# Favorite way to cook Deer back strap



## anticreep (Jun 24, 2012)

I just wanted to know you favorite way to cook deer backstrap. Mine is.

Cut back straps in to stakes. Marinate in zesty italian dressing over night in refrigerator untill you 
are about to cook them. I wrap them with bacon and grill them untill the bacon is crispy and injoy

My wife likes to cut them in to about 1''x1'' squares then she puts them in egg bath and then breads
them in flower and fry them in a cast iron skillet with a little with of oil..

Hope to see some good ways to cook some back straps....


----------



## Deerhunter 28 (Jan 10, 2012)

Salt & Pepper little olive oil to keep them from sticking to hot grill
Sometimes a little Chef Paul
Rare

PSE EVO 57 Lbs.
Blacked out


----------



## youngdon (Mar 10, 2010)

Steaks on the grill....medium rare.


----------



## Ruger (Jan 22, 2011)

Some backstrap and tenderloin usually get put on the grill just a little bit after the meat gets into camp.


----------



## Rick Howard (Feb 25, 2012)

SG that is exactly what I pictured. LOL.

I put some McCormick Montreal Steak seasoning on them and put them in the frying pan with olive oil. Cooked medium rare. They never make it to summer for the grill.


----------



## knapper (Feb 5, 2010)

Don't over cook it.


----------



## poe (Feb 10, 2010)

put in ziplock the night befor with soesauce ( bad spelling) bbq sauce, steak spice, plus a few other things that I find in the house and then a can of coke. Cook on the bbq rare and there ya go.

Sometimes I will do the same thing except I dont cut them into steak size peices and I stap little slits in it and stuff peices of garlic in then cook the whole strap in my smoker.

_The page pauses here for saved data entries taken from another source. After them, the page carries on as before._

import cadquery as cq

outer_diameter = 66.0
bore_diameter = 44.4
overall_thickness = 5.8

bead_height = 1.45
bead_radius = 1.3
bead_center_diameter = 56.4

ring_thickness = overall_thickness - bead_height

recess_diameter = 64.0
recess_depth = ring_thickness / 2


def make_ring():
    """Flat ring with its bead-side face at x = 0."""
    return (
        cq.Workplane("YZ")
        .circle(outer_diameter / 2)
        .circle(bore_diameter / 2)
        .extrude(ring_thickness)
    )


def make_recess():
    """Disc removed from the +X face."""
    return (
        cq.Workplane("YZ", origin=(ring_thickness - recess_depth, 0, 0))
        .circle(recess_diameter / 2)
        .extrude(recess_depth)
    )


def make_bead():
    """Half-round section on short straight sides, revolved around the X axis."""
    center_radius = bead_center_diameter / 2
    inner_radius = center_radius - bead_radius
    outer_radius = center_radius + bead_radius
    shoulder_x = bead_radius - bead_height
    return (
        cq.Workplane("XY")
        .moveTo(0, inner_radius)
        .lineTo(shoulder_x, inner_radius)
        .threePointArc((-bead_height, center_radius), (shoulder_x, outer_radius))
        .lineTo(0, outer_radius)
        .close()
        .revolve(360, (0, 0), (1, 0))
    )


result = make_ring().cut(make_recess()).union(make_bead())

Cut into thin strips with the slicer it makes a great roast.


----------



## poe (Feb 10, 2010)

knapper said:


> Don't over cook it.


It was dead befor you put it in the freezer it only has to die once haha.


----------



## Rick Howard (Feb 25, 2012)

Sorry I forgot to say I cut mine into small steaks about a 1/2" thick. They cook quick that way so you don't have to cook them long to get them medium-rare.


----------



## BondCoCoyote (Feb 14, 2012)

Stonegod said:


> Raw on a stick


----------



## youngdon (Mar 10, 2010)

Stonegod said:


> what the heck was I thinking when I posted that?lol I meant rare not raw and just to make it clear the stick is a kabob stick....didn't want you guys to think some nut in Ohio was walking around chewing on a raw piece of meat stuck on a tree branch!!lol


Now we think you are just trying to cover your disgusting habit.......


----------



## prairiewolf (Feb 19, 2012)

med rare with some melted butter, nothing else!!


----------



## prairiewolf (Feb 19, 2012)

well maybe one or two!


----------



## anticreep (Jun 24, 2012)

Stonegod said:


> Not even an ice cold beer?lol


Oh you have to have a couple of ice cold beers when you eat deer.


----------



## Hellbilly1373 (May 12, 2012)

Marinated overnight in some Pabst Blue Ribbon mixed with some sea salt, cracked pepper and minced garlic. Then tossed on the grill and cooked till rare and topped with red peppers and white onions sauted in bacon grease. One of my favorite meals ever!


----------



## anticreep (Jun 24, 2012)

Hellbilly1373 said:


> Marinated overnight in some Pabst Blue Ribbon mixed with some sea salt, cracked pepper and minced garlic. Then tossed on the grill and cooked till rare and topped with red peppers and white onions sauted in bacon grease. One of my favorite meals ever!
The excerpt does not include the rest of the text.